En caso afirmativo toma la alimentación para el biass del micrófono mediante un *Filtro Π (R-C-R-C)*

Esto, pero sin transformador ni diodo


----------



## DOSMETROS (Ene 18, 2015)

Si el zumbido es UMMM

Como mínimo deberías soldarle un cable de masa a las carcasas de los potenciómetros ; y mejor aún sería que forres la caja-gabinete con papel aluminio de cocina pegado por dentro , y con un tornillo le des masa . . .  y todas las masas en estrella.

Saludos !


----------



## diegomj1973 (Ene 18, 2015)

Filtrale los + 12 V que le llegan al mic como te han sugerido, ya que a través de esa resistencia de 20 K se inyecta el ruido de la fuente de PC. Algo que podés probar para saber si es a través de esa resistencia de 20 K que se te cuela el ruido de alimentación de fuente de PC, es alimentar solo el mic a través de una fuente lineal y bien filtrada de + 12 V (unificando los 0 V de esta fuente lineal con la de la PC). Disponele caps de desacople de alimentación bien cerca de los integrados (uno por rama positiva y otro por rama negativa). En serie a cada rama de alimentación (solamente en + y en -), agregale unas resistencias de 100 ohmios (de modo que con los caps de desacople te queden unos lindos filtros RC).
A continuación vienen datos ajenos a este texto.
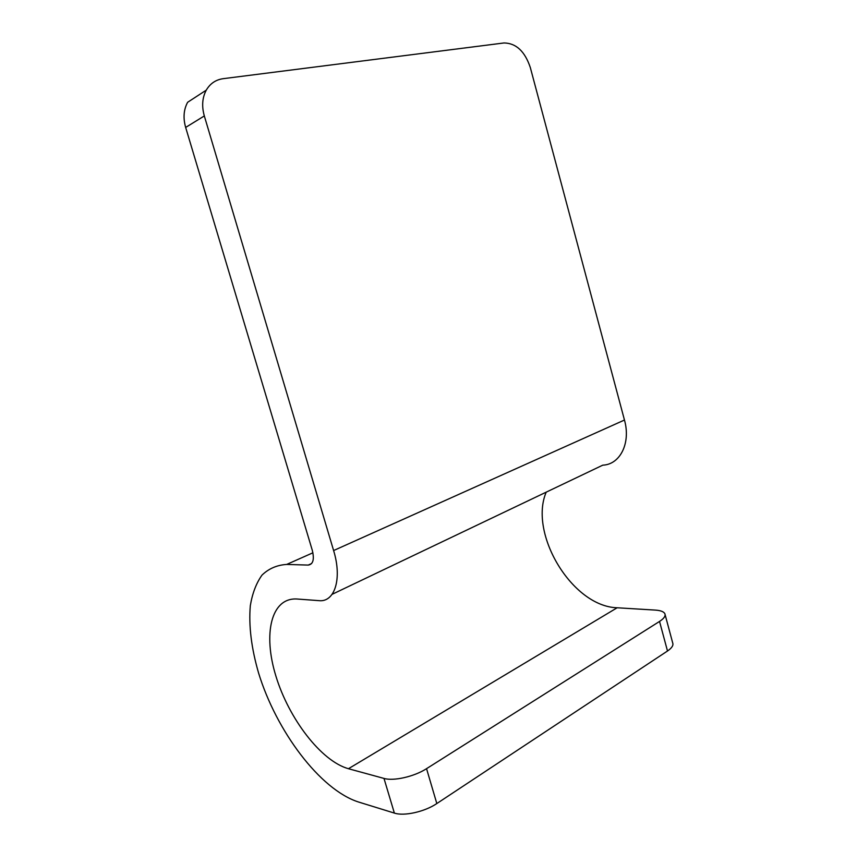 <?xml version="1.0" encoding="UTF-8"?>
<svg xmlns="http://www.w3.org/2000/svg" width="857" height="857" viewBox="0 0 857 857"><rect width="100%" height="100%" fill="white"/><g stroke="black" fill="none" stroke-linecap="round" stroke-linejoin="round"><path stroke-width="1.29" d="M332.12 594.319L602.782 465.158C620.082 464.569 630.998 443.123 624.464 420.037L530.322 67.553C524.891 51.356 516.128 43.161 504.034 42.957L223.141 78.683C215.771 79.733 210.147 83.547 206.28 90.135C202.252 97.655 201.609 106.257 204.32 115.941L333.609 550.548C342.361 578.882 334.669 602.557 318.879 600.639L297.154 599.022C271.091 597.243 262.778 633.837 275.933 676.194C288.777 718.509 321.096 761.123 348.445 768.718L383.99 778.424C393.599 781.327 414.338 776.603 426.55 768.665L659.536 621.432C664.004 618.529 665.782 615.947 664.861 613.708C663.779 611.652 660.618 610.452 655.401 610.098L617.147 607.774C572.048 606.467 528.523 533.472 546.209 492.154M665.107 614.63L672.67 642.846C673.645 645.278 671.909 647.988 667.496 651.009L436.824 803.545C424.751 811.772 404.054 816.4 394.37 813.089L358.515 802.013C319.865 789.672 276.254 730.817 258.61 673.109C251.347 648.106 248.584 625.589 250.33 605.567C252.397 593.269 256.286 583.135 261.974 575.143C268.67 568.641 276.918 565.063 286.699 564.431L308.209 565.084C313.126 564.356 314.487 559.428 312.291 550.301L185.658 127.425C183.002 118.009 183.666 109.621 187.629 102.283L206.28 90.135M624.464 420.037L333.609 550.548M185.658 127.425L204.32 115.941M311.616 563.542L308.209 565.084M312.923 552.786L286.699 564.431M617.147 607.774L348.445 768.718M394.37 813.089L383.99 778.424M436.824 803.545L426.55 768.665M667.496 651.009L659.536 621.432"/></g></svg>

Esas resistencias de 2M2 las bajaría a algo como entre 47 K y 100 K (alterando los caps de paso si fuese necesario lograr una más baja fci), ya que te desplazan demasiado el offset de salida de los 2 primeros LF353 de la izquierda.

Cables mallados para las entradas y salidas, así como el papel aluminio y todo lo demás que te han indicado colocar.

Acostumbrate a colocarle un pequeño cap de 10 pF en paralelo a las resistencias de 100 K del lazo de realimentación de cada LF353.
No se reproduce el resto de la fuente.